I am Jennifer Gordon- a mixed media collage artist and comic writer living in Columbus OH, with my fiance and love- Keith. I specialize in paintings, ACEOS, journals, art boxes and more. I am always available for commissions! Visit my etsy shop at: http://www.stilettoheights.etsy.com

Monday, July 02, 2007

The Neighbor mystery and drama part II

(WARNING THIS POST CONTAINS ADULT LANGUAGE AND THEMES)

Online Dating

Mingle2 - Online Dating



Hope you all had a wonderful weekend, mine was...well.....it's over with, so that is good.

As I mentioned before bubs, mean cheese, and I went on a big walk on Saturday afternoon....a "forced march" if you will in hopes that it would tire out little cheesy and she would go to sleep early.
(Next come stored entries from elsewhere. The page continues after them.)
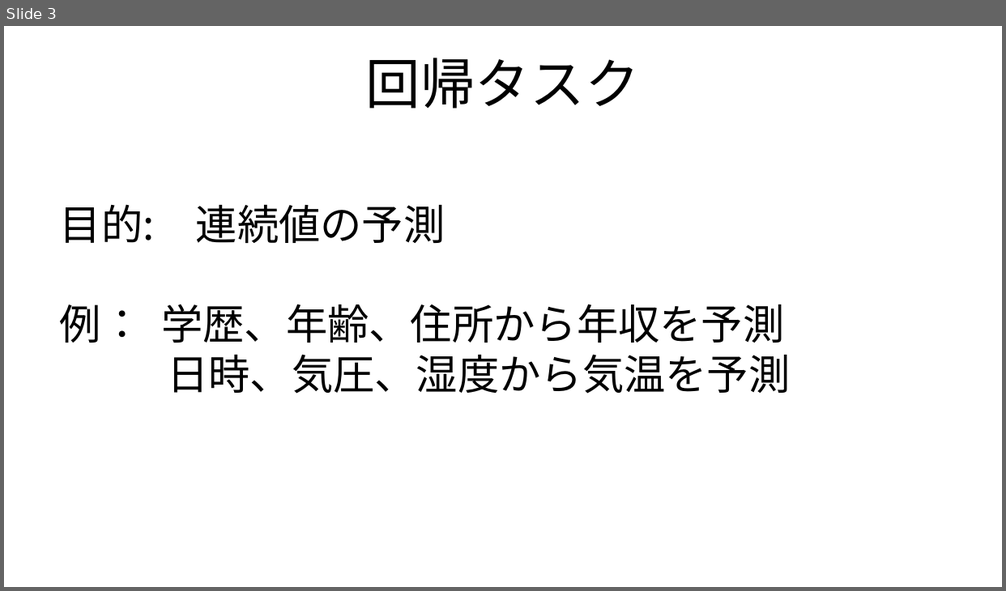
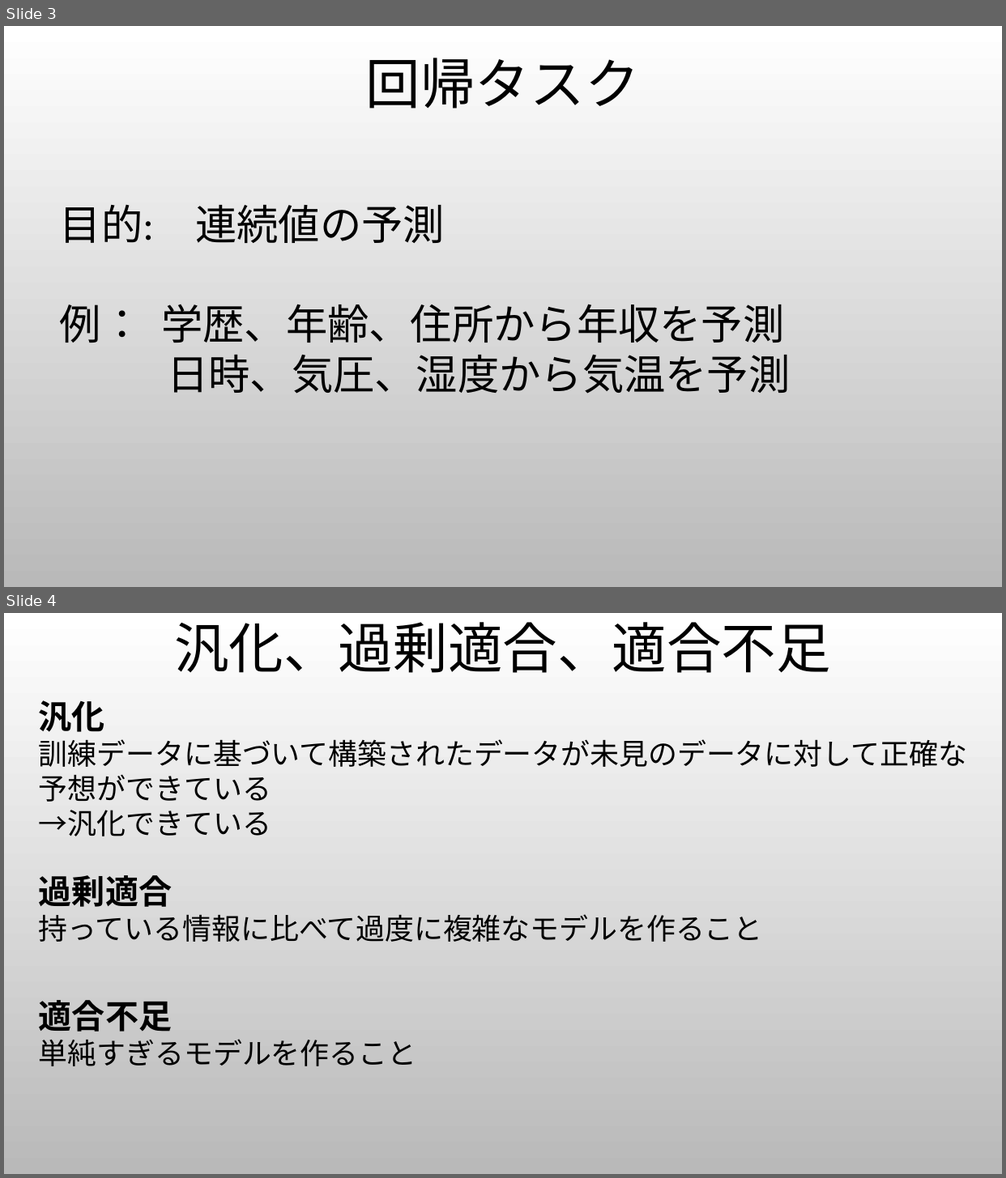
Before and after one commit to ShomaMori/kikaigakushu, a slide deck: zemi.pptx. Shown one above the other, each under a label of ours: slide 3 before the commit, slides 3 and 4 after it. The pictures are 1006x591 and 1006x1178 pixels, drawn with LibreOffice and Linux fonts; fonts in the diff are those of the drawing; background and template pictures are left out. Boxes give left, top, right and bottom in pixels: in the first picture for what was removed or moved away, otherwise in the second. Text is boxed around its words. In the diff, an @@ line names an element or a change of style, - is before the commit and + after.

```diff
--- a/zemi.pptx
+++ b/zemi.pptx
@@ slide 4 added at <box>4,613,1002,1174</box>, background picture (left out) @@
@@ text added at <box>174,622,830,673</box>, 52.6 pt, text #000000 @@
+汎化、過剰適合、適合不足
@@ text added at <box>39,700,967,1067</box>, 28 pt, text #000000 @@
+汎化
+訓練データに基づいて構築されたデータが未見のデータに対して正確な予想ができている
+→汎化できている
+過剰適合
+持っている情報に比べて過度に複雑なモデルを作ること
+適合不足
+単純すぎるモデルを作ること
@@ slide 3 changed as well @@
@@ background #FFFFFF to picture (left out) @@
@@ text "目的: 連続値の予測" at <box>60,205,790,394</box>: font Noto Sans CJK JP to Calibri @@
```
Also in this commit, not shown: 3 other slides changed, 5 other slides added, 6 other files.
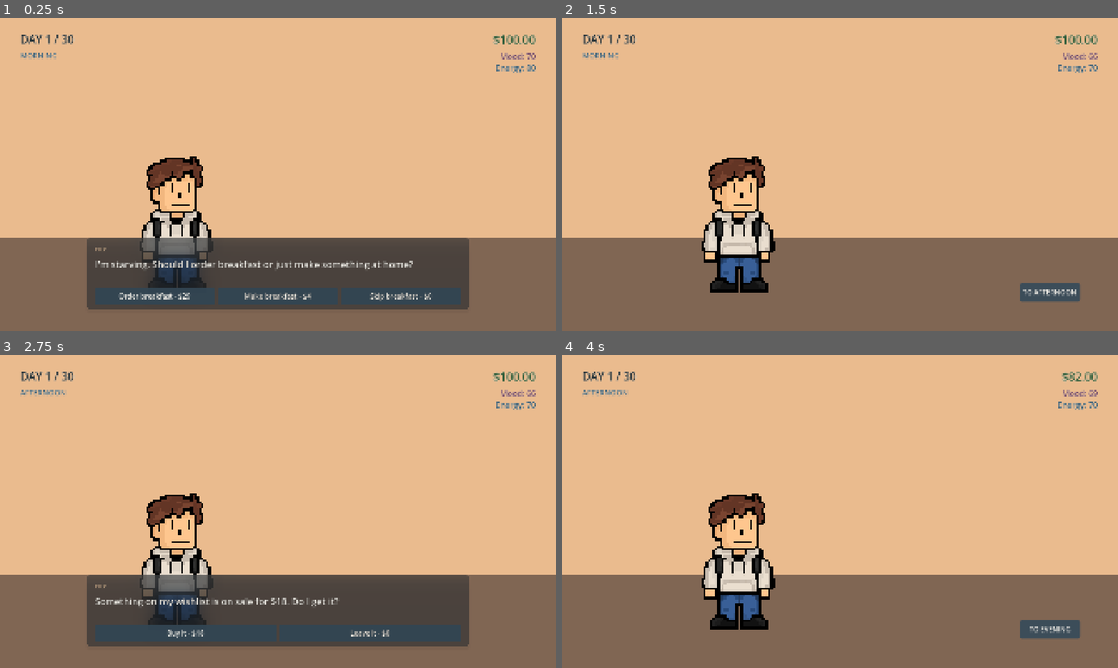
Above: before the commit, frames 1-4 (two rows, left to right).
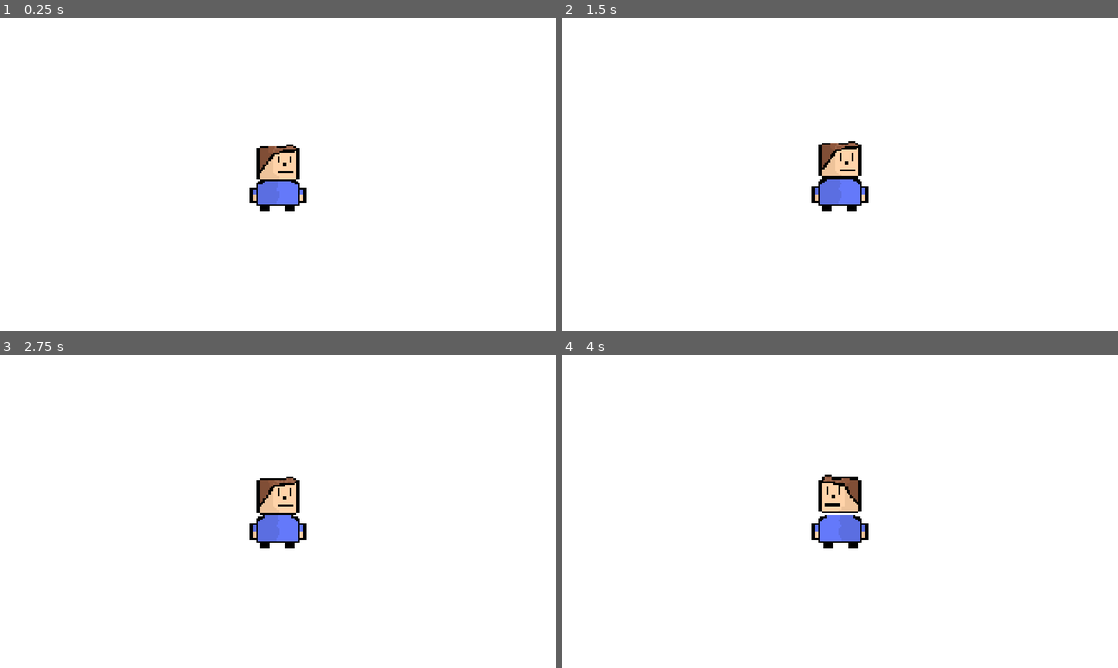
Above: after the commit, the same moments.

Repository: JoshuaThai/you-conomics
Game: Godot game, scene res://Scenes/steve_home.tscn
Same seed, same stepped clock (60 frames per second), same inputs: the game is played once before the commit and once after it. Before the commit the project starts from res://Scenes/fry_home.tscn.
Inputs (mouse positions are in pixels of both pictures, inside the frame that each line leads up to):
- Up to frame 1 (0.25 s): no input
- Up to frame 2 (1.5 s): click (962, 296) at 0.5 s, where only the run before the commit has a clickable "Skip breakfast - $0"; click (840, 296) at 1.25 s, where only the run before the commit has a clickable "Continue"
- Up to frame 3 (2.75 s): click (489, 630) at 2 s, where only the run before the commit has a clickable "TO AFTERNOON"
- Up to frame 4 (4 s): click (745, 633) at 2.75 s, where only the run before the commit has a clickable "Buy it - $18"; click (840, 633) at 3.5 s, where only the run before the commit has a clickable "Continue"

The runs differ from the first frame. In frame 1, 100% of the frame differs, in the area x 0-100%, y 0-100%; in frame 2, 100%; in frame 3, 100%; in frame 4, 100%.

Commit message:
Steve can no longer move into negative coordinates

Diff:
--- a/Characters/Steve/steve.tscn
+++ b/Characters/Steve/steve.tscn
@@ -134,4 +134,4 @@
 shape = SubResource("RectangleShape2D_sl06h")
 
 [node name="Camera2D" type="Camera2D" parent="." unique_id=344067104]
-zoom = Vector2(3, 3)
+zoom = Vector2(4, 4)
--- a/Scenes/steve_home.tscn
+++ b/Scenes/steve_home.tscn
@@ -7,23 +7,23 @@
 
 [node name="Node2D" type="Node2D" unique_id=1590953351]
 
+[node name="Control" type="Control" parent="." unique_id=1375285827]
+layout_mode = 3
+anchors_preset = 0
+offset_left = -100.0
+offset_right = 900.0
+offset_bottom = 512.0
+
+[node name="ColorRect" type="ColorRect" parent="Control" unique_id=519581919]
+layout_mode = 0
+offset_right = 1000.0
+offset_bottom = 512.0
+
+[node name="Steve" parent="." unique_id=2119416198 instance=ExtResource("1_fg468")]
+position = Vector2(220, 297)
+
 [node name="Platform" type="CharacterBody2D" parent="." unique_id=623532435]
 
 [node name="CollisionShape2D" type="CollisionShape2D" parent="Platform" unique_id=368129665]
 position = Vector2(122, 610)
 shape = SubResource("RectangleShape2D_yfxnn")
-
-[node name="Steve" parent="." unique_id=2119416198 instance=ExtResource("1_fg468")]
-position = Vector2(124, 561)
-
-[node name="Control" type="Control" parent="." unique_id=1375285827]
-layout_mode = 3
-anchors_preset = 0
-offset_top = 600.0
-offset_right = 40.0
-offset_bottom = 640.0
-
-[node name="ColorRect" type="ColorRect" parent="Control" unique_id=519581919]
-layout_mode = 0
-offset_right = 40.0
-offset_bottom = 40.0
--- a/Scripts/steve.gd
+++ b/Scripts/steve.gd
@@ -6,8 +6,11 @@
 func _physics_process(delta):
 	if Input.is_action_pressed("Clicked"):
 		if debounce: return
+		var mousePos : Vector2 = get_global_mouse_position()
+		if mousePos.x <= 0:
+			print("Mouse Pos Blocked")
+			return
 		debounce = true
-		var mousePos : Vector2 = get_global_mouse_position()
 		var walkDuration : float
 #		Dynamically Update Walk Duration based on how far the user is clicking.
 	# EDGE CASE I need to handle: Negative X units
--- a/project.godot
+++ b/project.godot
@@ -11,7 +11,7 @@
 [application]
 
 config/name="You-conomics"
-run/main_scene="uid://c04cyinik45rl"
+run/main_scene="uid://5055pxovm02n"
 config/features=PackedStringArray("4.6", "GL Compatibility")
 config/icon="res://icon.svg"
 
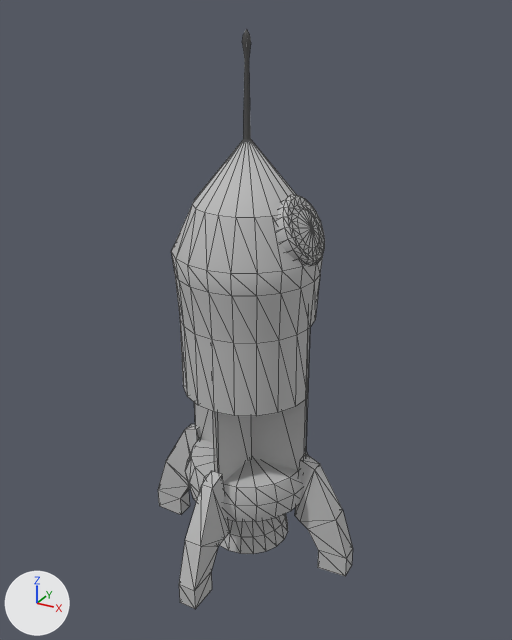
An edit to the OBJ model Meshes/rocket.obj, drawn before and after from the same camera.
One viewpoint serves both versions: a camera (50 mm lens) standing at (4.29, -7.58, 7.4) and looking at (0.11, 0.03, 3.6). Lighting does not change. The marker at lower left points along +X, +Y and +Z. Mesh edges are drawn as thin lines. Where no turn or scale is listed for an object, it has been applied to the vertices. Vertices at the same position are counted once.

Names of what the first picture shows: 'rocket'.
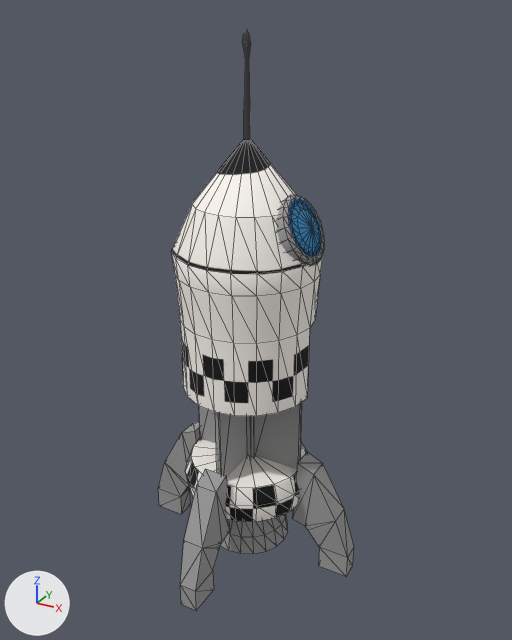
The change, as a diff of the scene's bpy script:
```diff
--- a/Meshes/rocket.obj.py
+++ b/Meshes/rocket.obj.py
@@ img_spaceshiptexture2_jpg @@
+img_spaceshiptexture2_jpg = load_image('spaceshipTexture2.jpg', '../Textures/spaceshipTexture2.jpg', 1012, 1018, 'sRGB')
@@ mat_phong1sg @@
+mat_phong1sg = principled_material('phong1SG')
+mat_phong1sg.texture = img_spaceshiptexture2_jpg
+mat_phong1sg.roughness = 0.866
@@ me_rocket @@
 # used by ob_rocket; location = (0.0, 0.0, 0.0)
-me_rocket.from_pydata(...)  # 582 vertices, 1124 faces; spans x -1.61..1.64, y -1.66..1.59, z -0.03..7.19
+me_rocket.from_pydata(...)  # 590 vertices, 1140 faces; spans x -1.62..1.65, y -1.66..1.6, z -0.02..7.19
+# me_rocket part 1: the loose piece of 40 vertices spanning x -0.89..0.89, y -0.87..0.89, z 1.18..4.01 is rebuilt with 48 vertices and now spans x -0.82..0.82, y -0.81..0.81, z 1.4..4.21, in mat_phong1sg (picture img_spaceshiptexture2_jpg)
+# me_rocket part 2: the loose piece of 20 vertices spanning x -1.61..-0.77, y -0.17..0.13, z -0.03..1.68 is rebuilt with 20 vertices and now spans x -1.62..-0.76, y -0.16..0.17, z -0.02..1.68, in mat_phong1sg (picture img_spaceshiptexture2_jpg)
+# me_rocket part 3: the loose piece of 20 vertices spanning x -0.15..0.15, y -1.66..-0.82, z -0.03..1.68 is rebuilt with 20 vertices and now spans x -0.18..0.15, y -1.66..-0.81, z -0.02..1.68, in mat_phong1sg (picture img_spaceshiptexture2_jpg)
+# me_rocket part 4: the loose piece of 20 vertices spanning x 0.8..1.64, y -0.13..0.17, z -0.03..1.68 is rebuilt with 20 vertices and now spans x 0.8..1.65, y -0.16..0.17, z -0.02..1.68, in mat_phong1sg (picture img_spaceshiptexture2_jpg)
+# me_rocket part 5: 904 faces spanning x -0.97..1.0, y -0.97..0.97, z 0.14..7.19 switch from mat_initialshadinggroup (grey #bcbcbc) to mat_phong1sg (picture img_spaceshiptexture2_jpg)
```

Boxes (x1, y1, x2, y2) around the edits, measured in the pictures (512 x 640 px):
'rocket', reshaped: before (158, 29, 353, 609); after (158, 29, 354, 611)
part 1 of me_rocket, rebuilt: before (194, 328, 310, 482); after (199, 402, 302, 478)
part 2 of me_rocket, rebuilt: before (158, 424, 200, 515); after (158, 422, 200, 514)
part 3 of me_rocket, rebuilt: before (179, 471, 230, 609); after (180, 469, 230, 611)
part 4 of me_rocket, rebuilt (7% wider): before (295, 454, 353, 576); after (292, 452, 354, 576)
part 5 of me_rocket, recoloured: (171, 43, 325, 554) in both

To our surprise she did not throw fits during the walk...ok that is a lie she through some fits but none so large that we had to turn around, and she managed to walk quite a bit of the time herself....at least 50% of the time...so Keith only had to carry her for half the time (yes we know she should not be carried at all...but it was that or she would lay on the ground and scream).

Though I believe the cheese got back at us for the rest of the weekend...complete with screaming, hitting, screaming, crying, and yes...even more screaming.

sigh...

so yesterday morning my bubs decides to take the cheese to the park so I can take a shower and have a moment to myself without the constant banging at the bathroom door of the little one...As I get out of the shower my bubs is knocking at the door, I quickly throw in a towel and he sort of dramatically bursts into the bathroom.

my bubs - Do not answer the door no matter what happens...mean cheese and I are leaving to do recycling

me- but what happened

my bubs- Mr. Hillbilly and Mrs Hillbilly were fighting

me- so

my bubs- and she chased her out of the house and she ran into the car and locked herself in, she was screaming "stay away from me asshole"

me- oh my god

my bubs- no it's way worse...he was naked

me- ugh....

my bubs- yeah totally naked, I saw his cock.

me- did the mean cheese see???

my bubs- no she was in the van at the time, I told him he had 3 seconds to get back in the house or I would kill him.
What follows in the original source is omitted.